竹谷氏 有機エレクトロニクスの研究に携わるようになって10年がたった。固体材料の電子物性が専門である私にとって、有機物の中で電子が流れるのが不思議であった。固体は強固な原子間の結合を介して電子が流れる。それに対し、有機物は分子が集まっているだけなのに、電子が流れる。こうした不思議さに引き付けられ、有機半導体の研究を始めた。

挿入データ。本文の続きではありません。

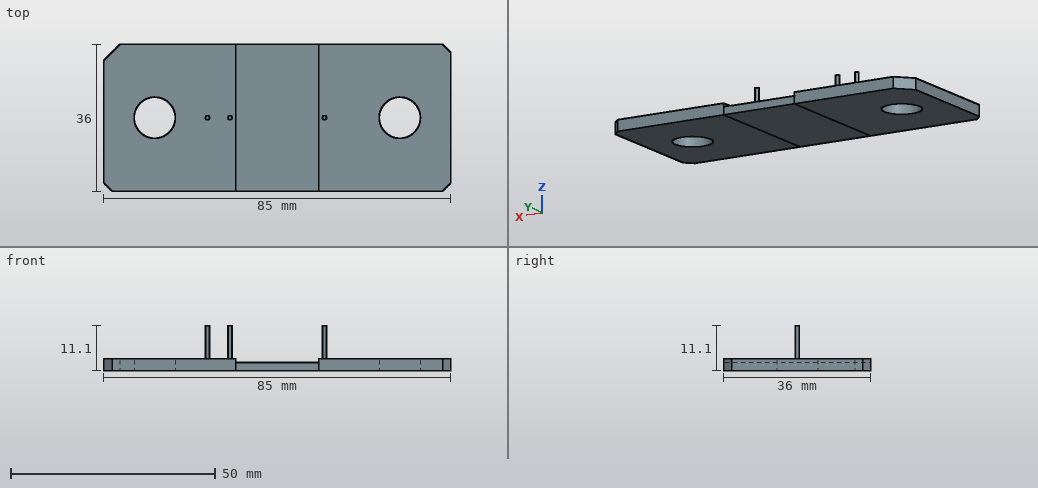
import cadquery as cq

LENGTH = 85.0
WIDTH = 36.0
HEIGHT = 11.05

TERMINAL_THICKNESS = 3.0
STRIP_THICKNESS = 2.0
STRIP_LENGTH = 20.2
TERMINAL_LENGTH = (LENGTH - STRIP_LENGTH) / 2
TERMINAL_CENTER_X = (STRIP_LENGTH + TERMINAL_LENGTH) / 2

CORNER_CHAMFER = 2.0
MARKED_CORNER_CHAMFER = 4.0
BOLT_HOLE_DIAMETER = 10.0
BOLT_HOLE_X = 30.0

PIN_DIAMETER = 1.0
PIN_HEIGHT = HEIGHT - TERMINAL_THICKNESS
SENSE_PIN_X = 11.6
EXTRA_PIN_SPACING = 5.5
PIN_POSITIONS_X = [-SENSE_PIN_X - EXTRA_PIN_SPACING, -SENSE_PIN_X, SENSE_PIN_X]


def make_terminal(side, back_chamfer):
    """Terminal plate on the -X (side = -1) or +X (side = 1) end, with chamfered outer corners."""
    outer_face = ">X" if side > 0 else "<X"
    plate = (
        cq.Workplane("XY")
        .center(side * TERMINAL_CENTER_X, 0)
        .rect(TERMINAL_LENGTH, WIDTH)
        .extrude(TERMINAL_THICKNESS)
    )
    plate = plate.faces(outer_face).edges("|Z and <Y").chamfer(CORNER_CHAMFER)
    plate = plate.faces(outer_face).edges("|Z and >Y").chamfer(back_chamfer)
    bolt_hole = (
        cq.Workplane("XY")
        .center(side * BOLT_HOLE_X, 0)
        .circle(BOLT_HOLE_DIAMETER / 2)
        .extrude(TERMINAL_THICKNESS)
    )
    return plate.cut(bolt_hole)


def make_resistor_strip():
    """Thinner strip joining the two terminals, flush with their undersides."""
    return cq.Workplane("XY").rect(STRIP_LENGTH, WIDTH).extrude(STRIP_THICKNESS)


def make_pin(x):
    """Round pin standing on the top of a terminal."""
    return (
        cq.Workplane("XY", origin=(x, 0, TERMINAL_THICKNESS))
        .circle(PIN_DIAMETER / 2)
        .extrude(PIN_HEIGHT)
    )


left_terminal = make_terminal(-1, MARKED_CORNER_CHAMFER)
right_terminal = make_terminal(1, CORNER_CHAMFER)
resistor_strip = make_resistor_strip()
pins = [make_pin(x) for x in PIN_POSITIONS_X]

result = cq.Compound.makeCompound(
    [left_terminal.val(), right_terminal.val(), resistor_strip.val(), *[pin.val() for pin in pins]]
)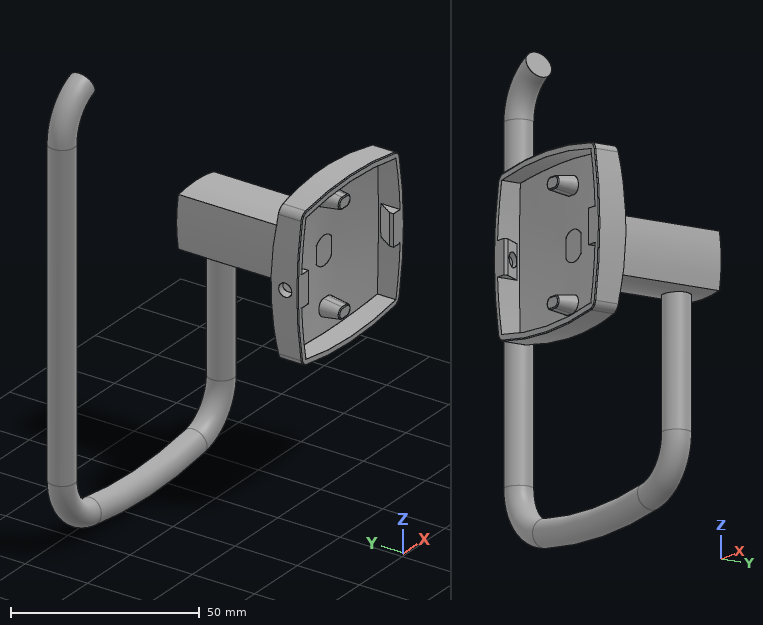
import cadquery as cq
import math

TOTAL_DEPTH = 50.2

PLATE_HALF_WIDTH = 25.0
PLATE_HALF_CORNER = 22.6
PLATE_CORNER_RADIUS = 2.8
PLATE_DEPTH = 10.5
CROWN_RADIUS = 163.5
WALL = 1.8
POCKET_HALF_CORNER = 21.0
RIM_CHAMFER = 0.3

LUG_HEIGHT = 10.0
LUG_HALF_SPACING = 20.0
LUG_LIP = 1.2
LUG_DEPTH = 6.4

SCREW_DIAMETER = 4.2
SCREW_Y = 4.0

STUD_OFFSET = 16.3
STUD_BASE_LENGTH = 7.3
STUD_BASE_WIDTH = 5.4
STUD_TIP_WIDTH = 3.5
STUD_TIP_Y = 2.0
STUD_TIP_CHAMFER = 0.3

POST_HALF_WIDTH = 9.0
POST_HALF_CORNER = 8.2
POST_END_CHAMFER = 0.3
TENON_DIAMETER = 9.0
TENON_FLATS = 7.0

BAR_DIAMETER = 8.0
BAR_Y = 41.7
BAR_SPAN = 74.5
BEND_RADIUS = 15.0
BOTTOM_RADIUS = 149.6
BEND_START_Z = -46.4
LONG_LEG_LENGTH = 100.0
TIP_BEND_ANGLE = math.radians(68.5)


def bulged_square(half_width, half_corner):
    """Square outline in XZ whose four sides are arcs bulging out to half_width."""
    return (
        cq.Workplane("XZ")
        .moveTo(-half_corner, -half_corner)
        .threePointArc((0, -half_width), (half_corner, -half_corner))
        .threePointArc((half_width, 0), (half_corner, half_corner))
        .threePointArc((0, half_width), (-half_corner, half_corner))
        .threePointArc((-half_width, 0), (-half_corner, -half_corner))
        .close()
    )


def crown(radius, top_y):
    """Sphere on the Y axis whose highest point is at top_y."""
    return cq.Workplane("XY").sphere(radius).translate((0, top_y - radius, 0))


PLATE_CROWN = crown(CROWN_RADIUS, PLATE_DEPTH)
FLOOR_CROWN = crown(CROWN_RADIUS - WALL, PLATE_DEPTH - WALL)


def make_body():
    """Solid crowned plate, before it is hollowed out."""
    prism = bulged_square(PLATE_HALF_WIDTH, PLATE_HALF_CORNER).extrude(-PLATE_DEPTH)
    prism = prism.edges("|Y").fillet(PLATE_CORNER_RADIUS)
    return prism.faces("<Y").chamfer(RIM_CHAMFER).intersect(PLATE_CROWN)


def make_pocket():
    """Hollow under the crown, leaving the side walls and a floor of the same thickness."""
    prism = bulged_square(PLATE_HALF_WIDTH - WALL, POCKET_HALF_CORNER).extrude(-PLATE_DEPTH)
    return prism.intersect(FLOOR_CROWN)


def make_lugs():
    """Two lugs with a short lip at the rim that slope back into the side walls."""
    profile = [
        (PLATE_HALF_WIDTH, 0),
        (LUG_HALF_SPACING, 0),
        (LUG_HALF_SPACING, LUG_LIP),
        (PLATE_HALF_WIDTH - WALL, LUG_DEPTH),
        (PLATE_HALF_WIDTH, LUG_DEPTH),
    ]
    lug = cq.Workplane("XY").polyline(profile).close().extrude(LUG_HEIGHT / 2, both=True)
    return lug.union(lug.mirror("YZ"))


def make_stud(z):
    """Obround stud, tapering from the plate floor to its tip."""
    length = PLATE_DEPTH - WALL - STUD_TIP_Y
    taper = math.degrees(math.atan((STUD_BASE_WIDTH - STUD_TIP_WIDTH) / 2 / length))
    stud = (
        cq.Workplane("XZ", origin=(0, PLATE_DEPTH - WALL, z))
        .slot2D(STUD_BASE_LENGTH, STUD_BASE_WIDTH)
        .extrude(length, taper=taper)
    )
    return stud.faces("<Y").chamfer(STUD_TIP_CHAMFER)


def double_d(depth):
    """Round bar along Y with two flats facing X."""
    rod = cq.Workplane("XZ").circle(TENON_DIAMETER / 2).extrude(-depth)
    flats = cq.Workplane("XZ").rect(TENON_FLATS, TENON_DIAMETER).extrude(-depth)
    return rod.intersect(flats)


def make_plate():
    """Hollow plate with its lugs, studs, set screw hole and tenon hole."""
    body = make_body()
    lugs = make_lugs().intersect(body)
    plate = body.cut(make_pocket()).union(lugs)
    for z in (-STUD_OFFSET, STUD_OFFSET):
        plate = plate.union(make_stud(z))
    screw_hole = (
        cq.Workplane("YZ", origin=(-PLATE_HALF_WIDTH, SCREW_Y, 0))
        .circle(SCREW_DIAMETER / 2)
        .extrude(PLATE_HALF_WIDTH - LUG_HALF_SPACING)
    )
    return plate.cut(screw_hole).cut(double_d(PLATE_DEPTH))


def make_bar():
    """Rod from the post centre down, across the bowed bottom, up the long leg and over the tip."""
    right_x = 0
    left_x = -BAR_SPAN
    middle_x = left_x / 2
    bow_angle = math.asin((BAR_SPAN / 2 - BEND_RADIUS) / (BOTTOM_RADIUS - BEND_RADIUS))
    bow_centre_z = BEND_START_Z + (BOTTOM_RADIUS - BEND_RADIUS) * math.cos(bow_angle)
    tip_z = BEND_START_Z + LONG_LEG_LENGTH

    def on_bend(centre_x, centre_z, angle):
        return (centre_x + BEND_RADIUS * math.cos(angle), centre_z + BEND_RADIUS * math.sin(angle))

    right_centre = right_x - BEND_RADIUS
    left_centre = left_x + BEND_RADIUS
    right_end = bow_angle - math.pi / 2
    left_end = -math.pi / 2 - bow_angle
    path = (
        cq.Workplane("XZ", origin=(0, BAR_Y, 0))
        .moveTo(right_x, 0)
        .lineTo(right_x, BEND_START_Z)
        .threePointArc(
            on_bend(right_centre, BEND_START_Z, right_end / 2),
            on_bend(right_centre, BEND_START_Z, right_end),
        )
        .threePointArc(
            (middle_x, bow_centre_z - BOTTOM_RADIUS),
            on_bend(left_centre, BEND_START_Z, left_end),
        )
        .threePointArc(
            on_bend(left_centre, BEND_START_Z, (left_end - math.pi) / 2),
            (left_x, BEND_START_Z),
        )
        .lineTo(left_x, tip_z)
        .threePointArc(
            on_bend(left_centre, tip_z, math.pi - TIP_BEND_ANGLE / 2),
            on_bend(left_centre, tip_z, math.pi - TIP_BEND_ANGLE),
        )
    )
    return cq.Workplane("XY", origin=(0, BAR_Y, 0)).circle(BAR_DIAMETER / 2).sweep(path)


def make_post():
    """Post seated on the crown, its tenon flush with the plate floor, with a blind socket for the bar."""
    shaft = bulged_square(POST_HALF_WIDTH, POST_HALF_CORNER).extrude(-TOTAL_DEPTH)
    shaft = shaft.faces(">Y").chamfer(POST_END_CHAMFER).cut(PLATE_CROWN)
    tenon = double_d(PLATE_DEPTH).cut(FLOOR_CROWN)
    socket = (
        cq.Workplane("XY", origin=(0, BAR_Y, 0))
        .circle(BAR_DIAMETER / 2)
        .extrude(-POST_HALF_WIDTH)
    )
    return shaft.union(tenon).cut(socket)


plate = make_plate()
post = make_post()
bar = make_bar()
result = cq.Compound.makeCompound([plate.solids().val(), post.solids().val(), bar.solids().val()])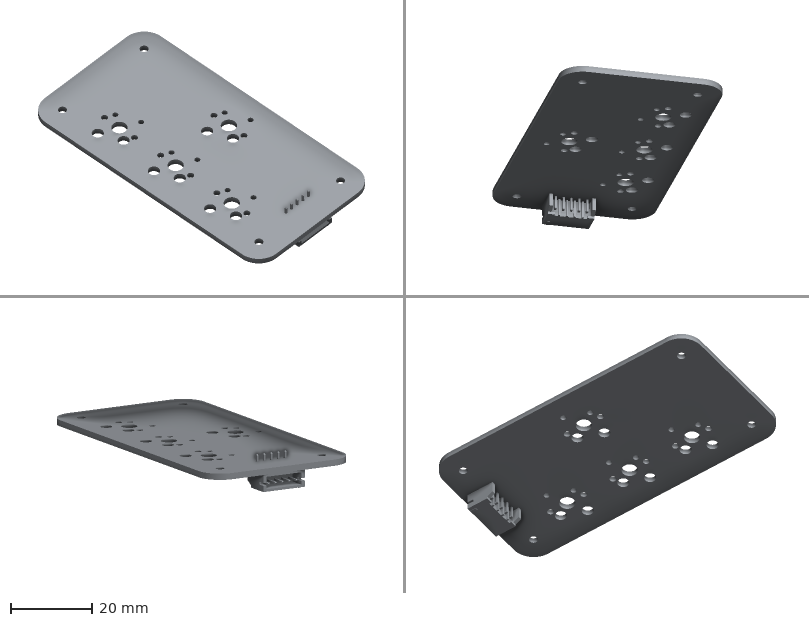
import cadquery as cq

BOARD_LENGTH = 78.55
BOARD_WIDTH = 41.2
BOARD_THICKNESS = 1.6
BOARD_CORNER_RADIUS = 6.0

MOUNT_HOLE_DIAMETER = 2.2
MOUNT_HOLE_X = 33.3
MOUNT_HOLE_Y = 14.6

SWITCH_ROW_SPAN = 38.1
SWITCH_PITCH = SWITCH_ROW_SPAN / 2
SWITCH_CENTRE_X = 0.15
SWITCH_CENTRE_Y = -9.4
GRID_STEPS_PER_PITCH = 15
GRID = SWITCH_PITCH / GRID_STEPS_PER_PITCH
SWITCH_POST_DIAMETER = 4.0
SWITCH_PEG_DIAMETER = 1.7
SWITCH_PIN_DIAMETER = 1.5
SOCKET_HOLE_DIAMETER = 3.0

PIN_COUNT = 5
PIN_ROW_LENGTH = 8.0
PIN_PITCH = PIN_ROW_LENGTH / (PIN_COUNT - 1)
PIN_SIZE = 0.5
PIN_HOLE_DIAMETER = 0.75
PIN_X = 31.2
PIN_TOP_Z = 3.4
PIN_TIP_X = 36.85
PIN_LEVEL_Z = -3.1
PIN_BEND_RADIUS = 0.2
PIN_TAPER_LENGTH = 0.2
PIN_TIP_SIZE = 0.15
CONNECTOR_Y = 1.3

HOUSING_BACK_X = 29.8
HOUSING_FRONT_X = 37.4
HOUSING_WIDTH = 11.9
HOUSING_HEIGHT = 4.8
HOUSING_TOP_GAP = 0.4
FOOT_BACK_X = 31.4
FOOT_TOP_Z = -4.2
FOOT_WIDTH = 1.8
CHEEK_WIDTH = 0.95
CHEEK_BACK_BOTTOM_Z = -3.2

CORE_BACK_X = 31.9
CORE_DRAFT = 0.15
BAND_TOP_Z = -2.5
BAND_BOTTOM_Z = -3.5
RIB_WIDTH = 0.5
END_RIB_WIDTH = 0.15

CAVITY_BACK_X = 33.0
CAVITY_WALL = 0.6
SLOT_BACK_X = 35.5
SLOT_TOP_Z = -2.5
SLOT_BOTTOM_Z = -3.2

MARK_BACK_X = 35.7
MARK_WIDTH = 0.8
MARK_HEIGHT = 0.1
MARK_OUTER_INSET = 1.0


def block(x_range, y_range, z_range):
    """Box between the given limits on each axis."""
    (x0, x1), (y0, y1), (z0, z1) = x_range, y_range, z_range
    return cq.Workplane("XY").box(x1 - x0, y1 - y0, z1 - z0, centered=False).translate((x0, y0, z0))


def side_profile(points, y_min, y_max):
    """Solid with the given X-Z outline, running from y_min to y_max."""
    outline = cq.Workplane("XZ", origin=(0, y_max, 0)).polyline(points).close()
    return outline.extrude(y_max - y_min)


def pin_positions():
    first = CONNECTOR_Y - PIN_ROW_LENGTH / 2
    return [first + PIN_PITCH * i for i in range(PIN_COUNT)]


def switch_holes(x, y):
    """(diameter, centres) of every hole under one key switch."""
    return [
        (SWITCH_POST_DIAMETER, [(x, y)]),
        (SWITCH_PEG_DIAMETER, [(x - 4 * GRID, y), (x + 4 * GRID, y)]),
        (SWITCH_PIN_DIAMETER, [(x - 3 * GRID, y + 2 * GRID), (x + 2 * GRID, y + 4 * GRID)]),
        (SOCKET_HOLE_DIAMETER, [(x + 3 * GRID, y - 2 * GRID), (x - 2 * GRID, y - 4 * GRID)]),
    ]


def make_board():
    board = cq.Workplane("XY").box(BOARD_LENGTH, BOARD_WIDTH, BOARD_THICKNESS, centered=(True, True, False))
    board = board.edges("|Z").fillet(BOARD_CORNER_RADIUS)

    mounts = [(sx * MOUNT_HOLE_X, sy * MOUNT_HOLE_Y) for sx in (-1, 1) for sy in (-1, 1)]
    pin_holes = [(PIN_X, y) for y in pin_positions()]
    holes = [(MOUNT_HOLE_DIAMETER, mounts), (PIN_HOLE_DIAMETER, pin_holes)]
    for column, row in [(-1, 0), (0, 0), (1, 0), (0, 1)]:
        holes += switch_holes(SWITCH_CENTRE_X + column * SWITCH_PITCH, SWITCH_CENTRE_Y + row * SWITCH_PITCH)

    for diameter, centres in holes:
        cutter = cq.Workplane("XY").pushPoints(centres).circle(diameter / 2).extrude(BOARD_THICKNESS)
        board = board.cut(cutter)
    return board


def make_core(y_min, y_max):
    """Middle of the housing; its back face leans in above and below a flat band."""
    points = [
        (CORE_BACK_X + CORE_DRAFT, -HOUSING_TOP_GAP),
        (CORE_BACK_X, BAND_TOP_Z),
        (CORE_BACK_X, BAND_BOTTOM_Z),
        (CORE_BACK_X + CORE_DRAFT, -HOUSING_HEIGHT),
        (HOUSING_FRONT_X, -HOUSING_HEIGHT),
        (HOUSING_FRONT_X, -HOUSING_TOP_GAP),
    ]
    return side_profile(points, y_min, y_max)


def make_cheek(y_min, y_max):
    """End wall of the housing, reaching up to the board and cut away at its lower back corner."""
    points = [
        (HOUSING_BACK_X, 0),
        (HOUSING_BACK_X, CHEEK_BACK_BOTTOM_Z),
        (FOOT_BACK_X, FOOT_TOP_Z),
        (FOOT_BACK_X, -HOUSING_HEIGHT),
        (HOUSING_FRONT_X, -HOUSING_HEIGHT),
        (HOUSING_FRONT_X, 0),
    ]
    return side_profile(points, y_min, y_max)


def make_housing():
    y_min = CONNECTOR_Y - HOUSING_WIDTH / 2
    y_max = CONNECTOR_Y + HOUSING_WIDTH / 2
    housing = make_core(y_min, y_max)
    housing = housing.union(make_cheek(y_min, y_min + CHEEK_WIDTH))
    housing = housing.union(make_cheek(y_max - CHEEK_WIDTH, y_max))

    for y0, y1 in [(y_min, y_min + FOOT_WIDTH), (y_max - FOOT_WIDTH, y_max)]:
        foot = block((FOOT_BACK_X, HOUSING_FRONT_X), (y0, y1), (-HOUSING_HEIGHT, FOOT_TOP_Z))
        housing = housing.union(foot)

    rib_spans = []
    for y in pin_positions()[:-1]:
        rib_y = y + PIN_PITCH / 2
        rib_spans.append((rib_y - RIB_WIDTH / 2, rib_y + RIB_WIDTH / 2))
    rib_spans.append((y_min + CHEEK_WIDTH, y_min + CHEEK_WIDTH + END_RIB_WIDTH))
    rib_spans.append((y_max - CHEEK_WIDTH - END_RIB_WIDTH, y_max - CHEEK_WIDTH))
    for span in rib_spans:
        rib = block((FOOT_BACK_X, HOUSING_FRONT_X), span, (-HOUSING_HEIGHT, -HOUSING_TOP_GAP))
        housing = housing.union(rib)

    cavity = block(
        (CAVITY_BACK_X, HOUSING_FRONT_X),
        (y_min + CHEEK_WIDTH, y_max - CHEEK_WIDTH),
        (-HOUSING_HEIGHT + CAVITY_WALL, -HOUSING_TOP_GAP - CAVITY_WALL),
    )
    slot = block((SLOT_BACK_X, HOUSING_FRONT_X), (y_min, y_max), (SLOT_BOTTOM_Z, SLOT_TOP_Z))
    housing = housing.cut(cavity).cut(slot)

    mark_y = y_max - MARK_OUTER_INSET
    mark = block(
        (MARK_BACK_X, HOUSING_FRONT_X),
        (mark_y - MARK_WIDTH, mark_y),
        (-HOUSING_HEIGHT - MARK_HEIGHT, -HOUSING_HEIGHT),
    )
    return housing.union(mark)


def pin_tip(plane, base_centre):
    """Tapered end of a pin, growing along the normal of the given plane."""
    return (
        cq.Workplane(plane, origin=base_centre)
        .rect(PIN_SIZE, PIN_SIZE)
        .workplane(offset=PIN_TAPER_LENGTH)
        .rect(PIN_TIP_SIZE, PIN_TIP_SIZE)
        .loft(ruled=True)
    )


def make_pin(y):
    """Square pin bent at a right angle, tapered at both ends."""
    half = PIN_SIZE / 2
    across = (y - half, y + half)
    upright_end = PIN_TOP_Z - PIN_TAPER_LENGTH
    level_end = PIN_TIP_X - PIN_TAPER_LENGTH
    upright_base = (
        block((PIN_X - half, PIN_X + half), across, (PIN_LEVEL_Z - half, upright_end))
        .edges("|Y and <X and <Z")
        .fillet(PIN_BEND_RADIUS)
    )
    level_base = block((PIN_X, level_end), across, (PIN_LEVEL_Z - half, PIN_LEVEL_Z + half))
    upright_tip = pin_tip("XY", (PIN_X, y, upright_end))
    level_tip = pin_tip("YZ", (level_end, y, PIN_LEVEL_Z))
    return upright_base.union(level_base).union(upright_tip).union(level_tip)


def make_connector():
    connector = make_housing()
    for y in pin_positions():
        connector = connector.union(make_pin(y))
    return connector


board = make_board()
connector = make_connector()

result = cq.Compound.makeCompound([board.val(), connector.val()])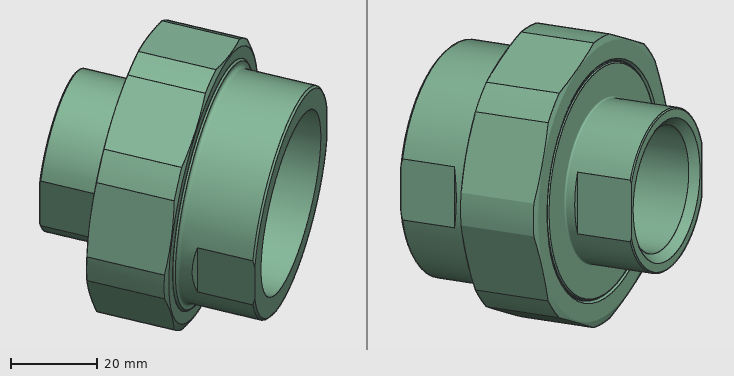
import cadquery as cq
import math


total_length = 55.5
nut_start = 16.5
nut_length = 20.0
nut_end = nut_start + nut_length
lip_thickness = 4.0
shoulder_start = nut_start + lip_thickness
shoulder_thickness = 4.0
joint_x = shoulder_start + shoulder_thickness
collar_end = 36.95

tail_diameter = 39.0
tail_bore = 30.29
tail_bore_chamfer = 1.95
tail_end_chamfer = 0.3
tail_root_fillet = 0.4
flange_diameter = 56.0
flange_chamfer = 0.3
shoulder_diameter = 60.0

body_diameter = 56.0
body_bore = 44.84
body_end_chamfer = 0.5
body_root_fillet = 0.9
collar_chamfer = 0.5

nut_across_flats = 67.0
nut_corner_diameter = 69.68
nut_face_diameter = 66.4
nut_start_chamfer_angle = 15.0
nut_end_chamfer_angle = 20.0
lip_bore = 56.5
lip_bore_chamfer = 0.5
thread_diameter = 60.38
nut_sides = 8

flat_length = 14.0
tail_flats_width = 36.0
body_flats_width = 54.0


def revolve_about_x(profile):
    """Turn a closed (x, radius) profile a full turn about the X axis."""
    return profile.close().revolve(360, (0, 0, 0), (1, 0, 0))


def flat_cutters(flat_outline, depth_span):
    """Extrude one (x, y) outline along Z and mirror it to the other side of the axis."""
    cutter = flat_outline.close().extrude(depth_span / 2, both=True)
    return cutter.union(cutter.mirror("XZ"))


def make_tail():
    radius = tail_diameter / 2
    flange_radius = flange_diameter / 2
    shoulder_radius = shoulder_diameter / 2
    bore_radius = tail_bore / 2
    profile = (
        cq.Workplane("XY")
        .moveTo(0, bore_radius + tail_bore_chamfer)
        .lineTo(0, radius - tail_end_chamfer)
        .lineTo(tail_end_chamfer, radius)
        .lineTo(nut_start - tail_root_fillet, radius)
        .radiusArc((nut_start, radius + tail_root_fillet), -tail_root_fillet)
        .lineTo(nut_start, flange_radius - flange_chamfer)
        .lineTo(nut_start + flange_chamfer, flange_radius)
        .lineTo(shoulder_start, flange_radius)
        .lineTo(shoulder_start, shoulder_radius)
        .lineTo(joint_x, shoulder_radius)
        .lineTo(joint_x, bore_radius)
        .lineTo(tail_bore_chamfer, bore_radius)
    )
    flat_y = tail_flats_width / 2
    flat_outline = cq.Workplane("XY").polyline(
        [(0, flat_y), (flat_length, flat_y), (flat_length, radius), (0, radius)]
    )
    return revolve_about_x(profile).cut(flat_cutters(flat_outline, tail_diameter))


def make_body():
    radius = body_diameter / 2
    bore_radius = body_bore / 2
    collar_radius = thread_diameter / 2
    profile = (
        cq.Workplane("XY")
        .moveTo(joint_x, bore_radius)
        .lineTo(joint_x, collar_radius)
        .lineTo(collar_end - collar_chamfer, collar_radius)
        .lineTo(collar_end, collar_radius - collar_chamfer)
        .lineTo(collar_end, radius + body_root_fillet)
        .radiusArc((collar_end + body_root_fillet, radius), -body_root_fillet)
        .lineTo(total_length - body_end_chamfer, radius)
        .lineTo(total_length, radius - body_end_chamfer)
        .lineTo(total_length, bore_radius)
    )
    flat_y = body_flats_width / 2
    flat_start = total_length - flat_length
    ramp = radius - flat_y
    flat_outline = cq.Workplane("XY").polyline(
        [(total_length, flat_y), (flat_start, flat_y), (flat_start - ramp, radius), (total_length, radius)]
    )
    return revolve_about_x(profile).cut(flat_cutters(flat_outline, body_diameter))


def make_nut():
    corner_radius = nut_corner_diameter / 2
    face_radius = nut_face_diameter / 2
    chamfer_height = corner_radius - face_radius
    start_chamfer = chamfer_height * math.tan(math.radians(nut_start_chamfer_angle))
    end_chamfer = chamfer_height * math.tan(math.radians(nut_end_chamfer_angle))
    lip_radius = lip_bore / 2
    bore_radius = thread_diameter / 2
    turned = revolve_about_x(
        cq.Workplane("XY")
        .moveTo(nut_start, lip_radius + lip_bore_chamfer)
        .lineTo(nut_start, face_radius)
        .lineTo(nut_start + start_chamfer, corner_radius)
        .lineTo(nut_end - end_chamfer, corner_radius)
        .lineTo(nut_end, face_radius)
        .lineTo(nut_end, bore_radius)
        .lineTo(shoulder_start, bore_radius)
        .lineTo(shoulder_start, lip_radius)
        .lineTo(nut_start + lip_bore_chamfer, lip_radius)
    )
    octagon = (
        cq.Workplane("YZ", origin=(nut_start, 0, 0))
        .polygon(nut_sides, nut_across_flats, circumscribed=True)
        .extrude(nut_length)
        .rotate((0, 0, 0), (1, 0, 0), 180 / nut_sides)
    )
    return turned.intersect(octagon)


tail = make_tail()
body = make_body()
nut = make_nut()

result = cq.Compound.makeCompound([tail.val(), body.val(), nut.val()])

 研究を始めるにあたり、私は明らかにしたいことを二つ挙げた。「どうして電子が流れるのか」「理想的な移動度はどのくらいか」である。当時、研究で使われていた有機半導体は多結晶がほとんどであり、単結晶は皆無に近かった。材料単体の物性を明らかにするには、単結晶の方が都合がよい。多結晶では、粒界の影響があるからだ。そこで私は有機半導体の単結晶を作製し、その物性評価に挑んだ。

 その結果、明らかになったのが、従来考えられたよりも有機半導体の移動度は高いということだ。これは、有機エレクトロニクスにとって、とても魅力的なことである。応用範囲が広がるからだ。移動度はデバイスの動作速度に直結する。

 有機エレクトロニクスは、シリコン(Si)などの無機半導体に比べて移動度が大きく見劣りすると考えられてきた。有機半導体を使ったデバイスに対しては、「遅かろう、悪かろう」というレッテルを貼られてきたともいえる。有機半導体の多結晶を用いたとき、移動度は高くても1cm2/Vs程度。これではディスプレイの画素を操作するTFTに使える程度である。それに比べ、私が研究する有機半導体の単結晶は移動度が一桁高い。1cm2/Vs程度ではRF回路を作るのは厳しいが、10cm2/VsあるとMHzクラスのRF回路に対応可能だ。

 10年にわたって研究してきたことで、有機半導体におけるキャリアの伝導機構のメカニズムが分かってきた。そしてデバイスへの応用範囲が広いことも見えてきた。学術的な興味から研究をスタートしたが、今では世の中で利用するにはどうしたらよいのかということを念頭に置いて研究を進めている。